Apache CloudStack performs many operations asynchronously — such as VM deployments, volume operations, and network changes. The async_job table in the CloudStack database is the primary source of truth for tracking, debugging, and correlating logs related to background jobs.
Why Async Jobs Matter
Whenever a CloudStack user (via API or UI) triggers an operation that takes time to complete, the Management Server creates an entry in the async_job table. This allows the system to:
- Queue, monitor, and retry jobs
- Track failures and their root cause
- Link jobs to resources (e.g., a VM or volume)

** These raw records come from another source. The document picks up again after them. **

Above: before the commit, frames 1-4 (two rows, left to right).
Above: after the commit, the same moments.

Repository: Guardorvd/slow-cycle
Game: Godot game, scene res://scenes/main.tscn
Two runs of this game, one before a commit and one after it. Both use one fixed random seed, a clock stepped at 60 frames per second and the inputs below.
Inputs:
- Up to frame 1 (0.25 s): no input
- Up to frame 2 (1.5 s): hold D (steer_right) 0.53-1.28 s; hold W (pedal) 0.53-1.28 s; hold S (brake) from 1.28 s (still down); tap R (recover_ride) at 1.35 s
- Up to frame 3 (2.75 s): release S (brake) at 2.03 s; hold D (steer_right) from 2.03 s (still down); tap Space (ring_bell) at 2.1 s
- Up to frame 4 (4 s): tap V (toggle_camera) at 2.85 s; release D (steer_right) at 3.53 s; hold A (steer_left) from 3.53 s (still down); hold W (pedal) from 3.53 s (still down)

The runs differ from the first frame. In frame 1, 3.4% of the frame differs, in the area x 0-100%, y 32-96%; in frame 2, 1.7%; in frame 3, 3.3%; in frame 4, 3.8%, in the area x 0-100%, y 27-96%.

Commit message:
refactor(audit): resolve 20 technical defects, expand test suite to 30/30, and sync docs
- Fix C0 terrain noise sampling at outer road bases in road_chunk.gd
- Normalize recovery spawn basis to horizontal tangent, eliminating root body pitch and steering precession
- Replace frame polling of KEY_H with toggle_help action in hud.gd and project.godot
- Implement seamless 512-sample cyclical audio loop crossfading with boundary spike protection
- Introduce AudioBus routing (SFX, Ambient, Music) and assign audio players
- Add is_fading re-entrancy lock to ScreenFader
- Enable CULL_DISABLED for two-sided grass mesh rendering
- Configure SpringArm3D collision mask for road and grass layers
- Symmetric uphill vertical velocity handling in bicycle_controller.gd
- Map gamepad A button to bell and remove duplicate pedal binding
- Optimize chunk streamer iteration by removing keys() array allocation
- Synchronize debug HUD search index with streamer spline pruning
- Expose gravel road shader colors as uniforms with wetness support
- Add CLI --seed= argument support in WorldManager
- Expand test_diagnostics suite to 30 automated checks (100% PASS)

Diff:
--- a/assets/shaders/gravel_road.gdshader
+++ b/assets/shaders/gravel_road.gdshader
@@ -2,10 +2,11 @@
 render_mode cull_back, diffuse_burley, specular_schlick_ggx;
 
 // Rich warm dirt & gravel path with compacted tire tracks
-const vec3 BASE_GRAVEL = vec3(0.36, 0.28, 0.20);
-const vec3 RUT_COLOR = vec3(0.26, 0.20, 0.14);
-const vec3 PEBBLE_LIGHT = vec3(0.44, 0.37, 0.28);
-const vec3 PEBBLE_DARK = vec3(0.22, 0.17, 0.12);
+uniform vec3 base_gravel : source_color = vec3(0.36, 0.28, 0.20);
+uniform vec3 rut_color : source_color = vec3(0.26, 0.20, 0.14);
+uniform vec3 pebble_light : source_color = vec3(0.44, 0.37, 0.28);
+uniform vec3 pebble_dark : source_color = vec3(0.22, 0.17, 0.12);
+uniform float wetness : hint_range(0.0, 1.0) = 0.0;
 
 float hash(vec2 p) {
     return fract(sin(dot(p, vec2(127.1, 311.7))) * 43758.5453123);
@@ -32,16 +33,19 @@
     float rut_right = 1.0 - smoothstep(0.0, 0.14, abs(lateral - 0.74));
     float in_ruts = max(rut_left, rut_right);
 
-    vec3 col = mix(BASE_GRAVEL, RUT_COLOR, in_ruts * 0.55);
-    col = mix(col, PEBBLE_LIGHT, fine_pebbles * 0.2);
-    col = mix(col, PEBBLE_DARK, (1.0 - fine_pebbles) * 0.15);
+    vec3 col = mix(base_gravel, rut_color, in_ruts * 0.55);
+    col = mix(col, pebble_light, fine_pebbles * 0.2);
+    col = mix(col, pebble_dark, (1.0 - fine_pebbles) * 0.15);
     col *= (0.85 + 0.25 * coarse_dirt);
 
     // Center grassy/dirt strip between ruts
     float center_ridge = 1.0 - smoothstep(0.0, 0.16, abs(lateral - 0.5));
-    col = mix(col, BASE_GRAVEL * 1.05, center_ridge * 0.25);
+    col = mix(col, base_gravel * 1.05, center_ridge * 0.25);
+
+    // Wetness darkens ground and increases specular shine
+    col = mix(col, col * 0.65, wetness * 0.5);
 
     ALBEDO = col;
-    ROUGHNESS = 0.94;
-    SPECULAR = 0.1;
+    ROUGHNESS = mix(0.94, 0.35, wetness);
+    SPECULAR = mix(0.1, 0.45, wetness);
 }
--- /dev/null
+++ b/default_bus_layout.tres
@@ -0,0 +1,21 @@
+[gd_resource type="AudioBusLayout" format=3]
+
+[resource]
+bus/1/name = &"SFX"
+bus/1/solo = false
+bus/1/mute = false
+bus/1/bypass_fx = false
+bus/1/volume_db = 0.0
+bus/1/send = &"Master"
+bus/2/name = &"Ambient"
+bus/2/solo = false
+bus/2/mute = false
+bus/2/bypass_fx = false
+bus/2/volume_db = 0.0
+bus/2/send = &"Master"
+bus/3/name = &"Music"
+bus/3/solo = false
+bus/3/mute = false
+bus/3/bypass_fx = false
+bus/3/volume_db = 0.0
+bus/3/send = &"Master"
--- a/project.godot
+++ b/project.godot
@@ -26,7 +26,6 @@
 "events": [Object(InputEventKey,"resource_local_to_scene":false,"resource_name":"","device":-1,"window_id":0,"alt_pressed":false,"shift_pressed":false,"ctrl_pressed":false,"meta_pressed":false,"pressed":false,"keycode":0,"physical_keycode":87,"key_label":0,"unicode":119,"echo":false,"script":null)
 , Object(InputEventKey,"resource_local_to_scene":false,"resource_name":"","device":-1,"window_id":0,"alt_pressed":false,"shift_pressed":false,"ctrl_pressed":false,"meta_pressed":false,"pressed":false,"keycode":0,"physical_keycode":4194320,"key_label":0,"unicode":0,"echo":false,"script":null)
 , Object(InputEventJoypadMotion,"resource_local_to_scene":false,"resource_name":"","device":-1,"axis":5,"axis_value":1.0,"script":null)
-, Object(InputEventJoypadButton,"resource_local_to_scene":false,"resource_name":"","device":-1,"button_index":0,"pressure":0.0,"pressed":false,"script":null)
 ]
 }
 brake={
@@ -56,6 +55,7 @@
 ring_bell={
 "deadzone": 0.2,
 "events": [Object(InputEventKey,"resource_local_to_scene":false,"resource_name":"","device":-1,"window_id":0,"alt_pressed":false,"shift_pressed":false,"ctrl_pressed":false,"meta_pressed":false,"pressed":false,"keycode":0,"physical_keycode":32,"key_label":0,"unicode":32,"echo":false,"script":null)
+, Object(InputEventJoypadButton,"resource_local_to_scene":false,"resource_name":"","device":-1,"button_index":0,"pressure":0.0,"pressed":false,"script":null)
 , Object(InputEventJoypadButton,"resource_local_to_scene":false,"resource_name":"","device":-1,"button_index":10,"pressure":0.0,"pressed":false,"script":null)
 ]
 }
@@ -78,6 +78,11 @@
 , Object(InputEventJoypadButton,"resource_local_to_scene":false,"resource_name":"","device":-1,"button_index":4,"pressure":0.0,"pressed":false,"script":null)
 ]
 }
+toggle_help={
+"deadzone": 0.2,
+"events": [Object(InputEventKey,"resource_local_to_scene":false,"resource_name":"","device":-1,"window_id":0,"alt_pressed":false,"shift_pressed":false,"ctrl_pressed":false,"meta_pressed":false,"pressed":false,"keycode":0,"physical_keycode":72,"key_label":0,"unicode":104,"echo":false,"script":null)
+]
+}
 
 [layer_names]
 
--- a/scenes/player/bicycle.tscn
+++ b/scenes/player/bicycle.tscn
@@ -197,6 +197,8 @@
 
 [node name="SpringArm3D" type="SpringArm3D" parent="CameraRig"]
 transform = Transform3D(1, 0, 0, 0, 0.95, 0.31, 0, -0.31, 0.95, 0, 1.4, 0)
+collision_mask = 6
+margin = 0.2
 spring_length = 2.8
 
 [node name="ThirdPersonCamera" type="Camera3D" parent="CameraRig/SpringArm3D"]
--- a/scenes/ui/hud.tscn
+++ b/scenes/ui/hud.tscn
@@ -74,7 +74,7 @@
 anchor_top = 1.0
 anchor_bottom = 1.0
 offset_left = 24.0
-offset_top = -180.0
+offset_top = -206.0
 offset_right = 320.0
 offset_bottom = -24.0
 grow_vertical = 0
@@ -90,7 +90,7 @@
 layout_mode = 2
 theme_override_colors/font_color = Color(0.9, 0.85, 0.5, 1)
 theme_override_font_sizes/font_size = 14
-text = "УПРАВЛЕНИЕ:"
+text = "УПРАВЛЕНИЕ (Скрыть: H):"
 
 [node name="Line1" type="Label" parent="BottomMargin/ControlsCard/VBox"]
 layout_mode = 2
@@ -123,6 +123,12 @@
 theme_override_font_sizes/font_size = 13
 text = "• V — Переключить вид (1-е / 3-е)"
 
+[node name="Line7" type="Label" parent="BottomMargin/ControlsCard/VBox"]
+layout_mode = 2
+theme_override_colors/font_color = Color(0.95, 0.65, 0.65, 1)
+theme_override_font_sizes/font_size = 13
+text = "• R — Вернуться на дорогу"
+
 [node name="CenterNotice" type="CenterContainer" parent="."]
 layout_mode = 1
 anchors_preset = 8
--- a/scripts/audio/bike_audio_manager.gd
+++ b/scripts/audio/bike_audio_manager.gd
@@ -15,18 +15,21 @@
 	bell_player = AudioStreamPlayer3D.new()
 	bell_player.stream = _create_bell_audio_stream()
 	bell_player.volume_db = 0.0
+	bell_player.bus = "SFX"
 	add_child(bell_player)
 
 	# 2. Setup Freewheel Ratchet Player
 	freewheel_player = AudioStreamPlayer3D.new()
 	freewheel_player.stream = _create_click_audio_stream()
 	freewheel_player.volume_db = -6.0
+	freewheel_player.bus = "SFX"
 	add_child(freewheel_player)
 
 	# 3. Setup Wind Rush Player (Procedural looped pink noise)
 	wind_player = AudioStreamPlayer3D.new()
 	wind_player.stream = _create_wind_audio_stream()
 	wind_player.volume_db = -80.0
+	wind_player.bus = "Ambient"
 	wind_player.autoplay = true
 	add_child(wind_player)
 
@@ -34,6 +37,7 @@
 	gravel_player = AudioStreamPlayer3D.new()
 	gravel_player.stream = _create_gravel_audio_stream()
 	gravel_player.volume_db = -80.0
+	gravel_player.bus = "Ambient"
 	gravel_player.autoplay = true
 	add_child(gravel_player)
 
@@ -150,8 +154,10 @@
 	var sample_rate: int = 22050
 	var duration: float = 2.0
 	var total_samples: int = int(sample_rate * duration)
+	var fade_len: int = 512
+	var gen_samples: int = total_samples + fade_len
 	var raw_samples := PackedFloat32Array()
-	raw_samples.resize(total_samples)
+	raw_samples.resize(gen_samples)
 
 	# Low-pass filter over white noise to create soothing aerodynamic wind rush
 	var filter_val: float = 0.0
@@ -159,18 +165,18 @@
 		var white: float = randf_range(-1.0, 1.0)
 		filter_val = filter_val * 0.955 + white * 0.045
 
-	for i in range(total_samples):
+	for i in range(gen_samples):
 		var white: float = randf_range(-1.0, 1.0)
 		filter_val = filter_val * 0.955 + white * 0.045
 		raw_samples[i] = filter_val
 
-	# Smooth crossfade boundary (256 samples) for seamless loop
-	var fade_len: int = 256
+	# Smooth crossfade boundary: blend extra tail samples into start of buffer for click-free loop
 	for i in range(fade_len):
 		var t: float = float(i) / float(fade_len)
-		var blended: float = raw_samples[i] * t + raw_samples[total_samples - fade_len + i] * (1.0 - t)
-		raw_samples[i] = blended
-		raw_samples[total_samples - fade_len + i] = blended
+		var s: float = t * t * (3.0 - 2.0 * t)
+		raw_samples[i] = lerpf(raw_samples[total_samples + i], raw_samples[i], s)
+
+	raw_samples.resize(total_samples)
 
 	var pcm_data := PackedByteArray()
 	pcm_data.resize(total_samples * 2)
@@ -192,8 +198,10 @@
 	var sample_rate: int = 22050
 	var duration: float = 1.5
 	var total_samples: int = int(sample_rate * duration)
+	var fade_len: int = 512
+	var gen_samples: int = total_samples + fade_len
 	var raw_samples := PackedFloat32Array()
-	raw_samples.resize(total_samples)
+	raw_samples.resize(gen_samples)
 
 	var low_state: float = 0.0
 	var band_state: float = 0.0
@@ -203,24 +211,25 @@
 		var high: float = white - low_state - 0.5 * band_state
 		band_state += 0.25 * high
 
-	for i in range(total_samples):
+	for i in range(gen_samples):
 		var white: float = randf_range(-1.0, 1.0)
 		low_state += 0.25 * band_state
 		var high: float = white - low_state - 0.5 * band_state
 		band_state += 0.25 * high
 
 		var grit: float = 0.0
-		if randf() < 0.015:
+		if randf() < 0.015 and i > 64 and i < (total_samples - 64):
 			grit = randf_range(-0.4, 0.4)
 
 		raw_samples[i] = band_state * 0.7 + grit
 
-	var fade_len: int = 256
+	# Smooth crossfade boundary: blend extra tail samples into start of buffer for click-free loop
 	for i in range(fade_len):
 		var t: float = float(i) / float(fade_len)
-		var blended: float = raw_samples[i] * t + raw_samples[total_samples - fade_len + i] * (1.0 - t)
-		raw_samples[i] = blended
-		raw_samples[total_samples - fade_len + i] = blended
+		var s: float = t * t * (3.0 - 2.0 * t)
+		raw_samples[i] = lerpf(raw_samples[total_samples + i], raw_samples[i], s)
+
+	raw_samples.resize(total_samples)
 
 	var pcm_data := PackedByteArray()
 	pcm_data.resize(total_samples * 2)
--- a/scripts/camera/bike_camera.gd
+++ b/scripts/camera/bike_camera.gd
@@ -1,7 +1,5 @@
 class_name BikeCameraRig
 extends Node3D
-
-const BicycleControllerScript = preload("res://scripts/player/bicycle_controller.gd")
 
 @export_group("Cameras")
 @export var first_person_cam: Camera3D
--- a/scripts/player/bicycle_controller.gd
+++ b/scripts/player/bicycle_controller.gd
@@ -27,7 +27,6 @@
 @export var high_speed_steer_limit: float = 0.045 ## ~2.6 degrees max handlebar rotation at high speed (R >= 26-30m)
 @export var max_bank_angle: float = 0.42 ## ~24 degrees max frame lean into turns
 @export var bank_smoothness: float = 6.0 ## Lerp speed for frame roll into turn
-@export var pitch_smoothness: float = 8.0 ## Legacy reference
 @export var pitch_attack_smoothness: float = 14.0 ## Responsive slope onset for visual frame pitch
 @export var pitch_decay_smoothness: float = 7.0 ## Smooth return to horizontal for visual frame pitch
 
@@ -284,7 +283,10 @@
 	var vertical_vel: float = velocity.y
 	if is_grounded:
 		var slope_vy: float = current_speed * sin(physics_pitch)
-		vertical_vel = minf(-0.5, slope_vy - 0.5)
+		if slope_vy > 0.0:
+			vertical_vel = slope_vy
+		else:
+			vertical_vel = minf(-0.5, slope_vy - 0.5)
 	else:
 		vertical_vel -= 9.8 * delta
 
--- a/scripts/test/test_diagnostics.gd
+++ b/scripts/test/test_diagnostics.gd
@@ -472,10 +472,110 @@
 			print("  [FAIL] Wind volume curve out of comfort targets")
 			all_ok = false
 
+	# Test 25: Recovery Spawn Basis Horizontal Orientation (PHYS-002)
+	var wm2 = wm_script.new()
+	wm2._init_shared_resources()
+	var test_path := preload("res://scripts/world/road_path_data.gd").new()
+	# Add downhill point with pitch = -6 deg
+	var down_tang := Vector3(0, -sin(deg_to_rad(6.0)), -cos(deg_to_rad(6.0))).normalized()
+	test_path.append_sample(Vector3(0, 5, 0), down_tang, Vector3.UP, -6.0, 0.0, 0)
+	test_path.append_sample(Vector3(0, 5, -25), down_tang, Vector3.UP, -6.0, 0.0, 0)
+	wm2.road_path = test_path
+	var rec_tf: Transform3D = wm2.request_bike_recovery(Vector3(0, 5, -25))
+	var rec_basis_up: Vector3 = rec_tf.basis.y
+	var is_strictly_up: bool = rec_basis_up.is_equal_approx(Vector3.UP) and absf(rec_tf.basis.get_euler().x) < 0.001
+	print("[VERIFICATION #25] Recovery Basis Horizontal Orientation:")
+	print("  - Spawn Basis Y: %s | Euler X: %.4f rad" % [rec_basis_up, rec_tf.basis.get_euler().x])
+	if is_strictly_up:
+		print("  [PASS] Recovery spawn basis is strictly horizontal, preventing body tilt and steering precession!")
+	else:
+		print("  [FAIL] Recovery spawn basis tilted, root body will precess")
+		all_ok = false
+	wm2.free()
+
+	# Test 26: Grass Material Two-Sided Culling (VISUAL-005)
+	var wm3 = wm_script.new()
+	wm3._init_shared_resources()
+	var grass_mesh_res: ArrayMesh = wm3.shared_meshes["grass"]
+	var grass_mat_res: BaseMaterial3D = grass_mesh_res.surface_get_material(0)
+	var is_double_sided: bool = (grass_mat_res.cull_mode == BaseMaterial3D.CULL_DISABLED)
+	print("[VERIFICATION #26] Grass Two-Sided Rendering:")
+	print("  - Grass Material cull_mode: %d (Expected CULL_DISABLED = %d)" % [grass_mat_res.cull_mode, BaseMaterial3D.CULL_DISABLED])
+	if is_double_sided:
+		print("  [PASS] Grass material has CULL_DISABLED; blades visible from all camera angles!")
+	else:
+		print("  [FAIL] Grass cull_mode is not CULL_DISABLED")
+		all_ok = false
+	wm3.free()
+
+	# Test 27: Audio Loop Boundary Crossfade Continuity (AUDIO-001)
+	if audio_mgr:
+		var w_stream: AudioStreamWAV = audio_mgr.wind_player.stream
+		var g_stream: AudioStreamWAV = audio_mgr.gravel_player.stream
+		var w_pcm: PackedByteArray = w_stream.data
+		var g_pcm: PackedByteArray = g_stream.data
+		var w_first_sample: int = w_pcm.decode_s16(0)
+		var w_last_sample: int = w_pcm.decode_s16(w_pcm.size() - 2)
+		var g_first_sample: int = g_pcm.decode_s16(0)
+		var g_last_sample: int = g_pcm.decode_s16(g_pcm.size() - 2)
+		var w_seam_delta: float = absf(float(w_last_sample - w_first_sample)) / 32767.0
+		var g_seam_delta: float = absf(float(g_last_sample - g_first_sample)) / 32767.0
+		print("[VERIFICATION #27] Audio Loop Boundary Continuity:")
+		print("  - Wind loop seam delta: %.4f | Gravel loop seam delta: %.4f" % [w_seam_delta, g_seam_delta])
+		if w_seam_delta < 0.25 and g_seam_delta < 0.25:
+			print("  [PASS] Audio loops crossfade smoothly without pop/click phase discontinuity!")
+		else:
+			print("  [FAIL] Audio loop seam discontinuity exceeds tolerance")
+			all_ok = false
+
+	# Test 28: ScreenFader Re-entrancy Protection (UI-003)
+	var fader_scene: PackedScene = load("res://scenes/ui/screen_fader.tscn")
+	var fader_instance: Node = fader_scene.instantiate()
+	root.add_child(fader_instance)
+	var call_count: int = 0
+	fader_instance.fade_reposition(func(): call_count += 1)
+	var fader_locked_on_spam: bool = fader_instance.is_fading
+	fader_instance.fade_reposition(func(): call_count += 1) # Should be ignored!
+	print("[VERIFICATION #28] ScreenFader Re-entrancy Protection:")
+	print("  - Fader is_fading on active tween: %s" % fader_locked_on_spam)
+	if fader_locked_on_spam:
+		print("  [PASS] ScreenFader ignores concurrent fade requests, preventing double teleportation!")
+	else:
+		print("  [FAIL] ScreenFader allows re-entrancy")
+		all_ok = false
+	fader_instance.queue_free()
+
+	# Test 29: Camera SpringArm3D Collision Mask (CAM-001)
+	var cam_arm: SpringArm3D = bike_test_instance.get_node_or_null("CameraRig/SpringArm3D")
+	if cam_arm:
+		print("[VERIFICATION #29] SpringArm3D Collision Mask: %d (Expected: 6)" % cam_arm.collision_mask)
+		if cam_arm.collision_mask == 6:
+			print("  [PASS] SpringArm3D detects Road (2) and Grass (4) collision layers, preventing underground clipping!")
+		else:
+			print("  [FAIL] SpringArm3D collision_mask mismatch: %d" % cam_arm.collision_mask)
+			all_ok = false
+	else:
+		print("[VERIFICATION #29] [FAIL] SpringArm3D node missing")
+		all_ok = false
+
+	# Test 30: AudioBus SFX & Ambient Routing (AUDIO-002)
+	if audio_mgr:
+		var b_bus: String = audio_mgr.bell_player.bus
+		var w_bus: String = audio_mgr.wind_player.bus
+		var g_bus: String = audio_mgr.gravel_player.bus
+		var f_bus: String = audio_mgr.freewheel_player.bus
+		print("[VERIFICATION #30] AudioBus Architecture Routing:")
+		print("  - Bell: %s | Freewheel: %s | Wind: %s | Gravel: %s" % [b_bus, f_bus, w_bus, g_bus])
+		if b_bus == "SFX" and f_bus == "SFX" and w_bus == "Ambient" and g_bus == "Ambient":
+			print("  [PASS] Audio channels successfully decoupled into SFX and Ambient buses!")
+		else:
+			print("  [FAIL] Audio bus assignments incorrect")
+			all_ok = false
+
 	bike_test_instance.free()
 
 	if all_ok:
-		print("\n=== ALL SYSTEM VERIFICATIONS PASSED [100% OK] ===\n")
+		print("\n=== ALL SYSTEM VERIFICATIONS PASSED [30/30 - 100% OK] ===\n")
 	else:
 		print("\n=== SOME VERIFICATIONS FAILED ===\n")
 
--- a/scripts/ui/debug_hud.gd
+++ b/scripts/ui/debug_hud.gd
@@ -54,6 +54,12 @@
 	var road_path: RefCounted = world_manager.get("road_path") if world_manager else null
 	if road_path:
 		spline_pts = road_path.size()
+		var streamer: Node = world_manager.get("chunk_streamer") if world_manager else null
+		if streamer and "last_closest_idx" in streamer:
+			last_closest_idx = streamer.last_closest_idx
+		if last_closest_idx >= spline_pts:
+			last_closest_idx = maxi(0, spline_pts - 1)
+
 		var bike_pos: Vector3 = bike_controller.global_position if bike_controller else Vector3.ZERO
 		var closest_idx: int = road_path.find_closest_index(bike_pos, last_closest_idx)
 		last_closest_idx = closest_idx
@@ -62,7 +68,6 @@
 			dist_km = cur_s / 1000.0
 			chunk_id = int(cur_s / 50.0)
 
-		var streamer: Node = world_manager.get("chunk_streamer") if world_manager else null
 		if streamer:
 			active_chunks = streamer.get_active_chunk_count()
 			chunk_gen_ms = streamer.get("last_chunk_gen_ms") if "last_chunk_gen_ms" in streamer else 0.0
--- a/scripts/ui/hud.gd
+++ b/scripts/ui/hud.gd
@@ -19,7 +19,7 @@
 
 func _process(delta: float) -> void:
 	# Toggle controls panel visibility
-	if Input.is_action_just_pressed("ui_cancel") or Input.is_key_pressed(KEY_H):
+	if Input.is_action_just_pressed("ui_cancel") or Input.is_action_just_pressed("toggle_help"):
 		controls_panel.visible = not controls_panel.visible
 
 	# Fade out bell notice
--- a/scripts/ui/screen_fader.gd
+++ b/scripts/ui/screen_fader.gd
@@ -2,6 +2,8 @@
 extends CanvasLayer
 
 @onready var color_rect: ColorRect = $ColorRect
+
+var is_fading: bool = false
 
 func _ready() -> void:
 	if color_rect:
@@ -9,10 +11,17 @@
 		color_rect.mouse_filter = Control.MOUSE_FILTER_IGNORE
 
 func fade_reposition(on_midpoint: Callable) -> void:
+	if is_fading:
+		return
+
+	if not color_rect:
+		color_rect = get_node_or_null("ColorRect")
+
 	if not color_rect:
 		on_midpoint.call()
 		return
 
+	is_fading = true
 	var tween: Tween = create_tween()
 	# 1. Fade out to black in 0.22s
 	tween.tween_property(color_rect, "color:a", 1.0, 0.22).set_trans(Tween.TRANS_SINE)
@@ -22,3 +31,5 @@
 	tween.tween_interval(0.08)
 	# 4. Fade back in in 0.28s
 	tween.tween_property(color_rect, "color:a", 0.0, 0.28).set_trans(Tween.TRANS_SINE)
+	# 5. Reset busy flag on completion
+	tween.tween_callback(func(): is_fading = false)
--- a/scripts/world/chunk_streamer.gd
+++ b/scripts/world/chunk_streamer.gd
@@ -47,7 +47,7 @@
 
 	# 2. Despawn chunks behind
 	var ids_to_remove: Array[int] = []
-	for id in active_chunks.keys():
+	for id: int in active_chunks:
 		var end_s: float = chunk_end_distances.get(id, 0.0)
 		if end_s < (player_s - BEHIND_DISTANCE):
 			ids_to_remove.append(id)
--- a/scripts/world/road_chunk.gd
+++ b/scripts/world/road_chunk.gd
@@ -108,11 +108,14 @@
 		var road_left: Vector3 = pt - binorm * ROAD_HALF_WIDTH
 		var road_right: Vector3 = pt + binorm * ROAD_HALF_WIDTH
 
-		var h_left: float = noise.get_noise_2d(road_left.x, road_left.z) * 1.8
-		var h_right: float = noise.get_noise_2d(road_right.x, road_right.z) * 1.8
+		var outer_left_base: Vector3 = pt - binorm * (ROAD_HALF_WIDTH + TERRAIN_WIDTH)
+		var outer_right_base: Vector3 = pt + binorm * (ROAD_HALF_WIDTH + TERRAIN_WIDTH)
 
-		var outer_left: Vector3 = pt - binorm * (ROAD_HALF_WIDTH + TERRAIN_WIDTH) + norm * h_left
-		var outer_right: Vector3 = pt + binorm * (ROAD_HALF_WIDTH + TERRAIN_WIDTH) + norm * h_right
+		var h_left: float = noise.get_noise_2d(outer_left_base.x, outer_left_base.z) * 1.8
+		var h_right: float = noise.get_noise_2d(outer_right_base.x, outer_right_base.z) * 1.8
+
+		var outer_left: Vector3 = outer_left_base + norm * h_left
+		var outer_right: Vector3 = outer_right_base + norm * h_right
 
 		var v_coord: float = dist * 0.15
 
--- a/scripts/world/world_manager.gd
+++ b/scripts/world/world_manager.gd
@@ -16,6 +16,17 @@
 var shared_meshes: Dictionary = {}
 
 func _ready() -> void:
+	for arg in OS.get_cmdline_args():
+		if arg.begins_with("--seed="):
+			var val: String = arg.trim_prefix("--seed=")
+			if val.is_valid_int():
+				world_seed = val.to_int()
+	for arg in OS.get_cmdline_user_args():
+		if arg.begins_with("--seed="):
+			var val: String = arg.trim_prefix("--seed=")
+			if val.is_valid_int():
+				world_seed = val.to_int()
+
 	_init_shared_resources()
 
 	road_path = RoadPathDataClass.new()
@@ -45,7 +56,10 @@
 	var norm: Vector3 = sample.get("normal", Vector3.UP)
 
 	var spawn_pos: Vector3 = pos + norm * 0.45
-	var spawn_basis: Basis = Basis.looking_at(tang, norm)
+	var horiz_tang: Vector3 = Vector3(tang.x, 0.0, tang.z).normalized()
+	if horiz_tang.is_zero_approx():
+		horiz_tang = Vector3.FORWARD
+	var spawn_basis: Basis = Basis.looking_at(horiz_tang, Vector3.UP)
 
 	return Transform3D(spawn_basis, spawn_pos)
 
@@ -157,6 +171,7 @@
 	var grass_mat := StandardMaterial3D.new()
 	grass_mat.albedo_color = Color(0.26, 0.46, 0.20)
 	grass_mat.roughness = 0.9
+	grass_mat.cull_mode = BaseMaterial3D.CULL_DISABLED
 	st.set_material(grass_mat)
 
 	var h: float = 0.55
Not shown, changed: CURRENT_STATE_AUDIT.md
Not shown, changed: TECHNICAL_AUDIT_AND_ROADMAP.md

- Correlate job execution with logs
- Debug user issues and system problems after the fact
Table Location
Found in the cloud database:
USE cloud;
SHOW TABLES LIKE 'async_job';
Archived jobs go to:
async_job_arch
Table Structure (Key Fields)
| Column | Description |
|---|---|
id | Unique job ID (seen as job-1234 in logs) |
user_id | User who triggered the operation |
account_id | Owning account |
job_cmd | Fully qualified command (e.g., org.apache.cloudstack.api.command.user.vm.DeployVMCmd) |
job_status | 0 = In progress, 1 = Success, 2 = Failed |
job_result_code | 0 = OK, 1 = Error |
job_result | JSON output or failure info |
instance_type | Type of target resource (e.g., VirtualMachine) |
instance_id | ID of affected resource |
created | Time job was created |
related | Related job ID (for nested jobs) |
How It Helps with Log Analysis
Matching job-XXXX in Logs
When you grep logs like management-server.log, you’ll see entries such as:
(API-Job-Executor-9:ctx-8b33bdf8 job-5948) Executing DeployVMCmd
This job-5948 refers to:
SELECT * FROM async_job WHERE id = 5948;
This lets you:
- Identify which operation the log is referring to
- See the full job result or error (which logs often abbreviate)
- Correlate nested jobs using the
relatedfield - Understand sequence if multiple jobs fire for the same resource
Example Flow
- Log shows error during VM deploy:
job-6123: Deployment failed due to insufficient capacity
- Find more context:
SELECT job_cmd, instance_id, job_result
FROM async_job
WHERE id = 6123;
- Output might show:
{
"errorcode": 530,
"errortext": "Unable to create virtual machine due to insufficient capacity"
}
This can then be used to guide:
- Capacity planning
- Retry logic
- User support resolution
Useful SQL Queries
Show recent jobs
SELECT id, job_cmd, job_status, job_result_code, created
FROM async_job
ORDER BY created DESC
LIMIT 20;
Show failed jobs
SELECT id, job_cmd, job_result, created
FROM async_job
WHERE job_status = 2
ORDER BY created DESC
LIMIT 20;
Show jobs for a specific VM or resource
SELECT id, job_cmd, job_status, job_result
FROM async_job
WHERE instance_id = <VM_ID>
AND instance_type = 'VirtualMachine';
Check archived jobs (if nothing in async_job)
SELECT id, job_cmd, job_status, created
FROM async_job_arch
ORDER BY created DESC
LIMIT 20;
When to Use
| Use Case | How async_job Helps |
|---|---|
| VM won’t deploy | See command, resource ID, and error message |
| UI spinner hangs | Find out if job is stuck (status = 0) |
| Debug logs | Match job-xxxx to full DB context |
| Audit user actions | Identify who triggered what and when |
| Performance issues | Find long-running or high-volume job types |
| Nested failures | Use related to see parent-child job chains |
Tips
job_resultis stored as JSON — copy-paste into a JSON viewer for readability- Use
async_job_archfor historical analysis - Use
relatedto trace chained jobs (e.g., DeployVM may create a volume or NIC via sub-jobs)
Summary
The async_job table is not just a backend detail — it’s an essential debugging and log correlation tool in CloudStack. Whether you’re troubleshooting a failed VM deployment or understanding backend activity patterns, this table connects user actions, resource changes, and system logs.
Use it regularly to get deep visibility into how your CloudStack system is operating.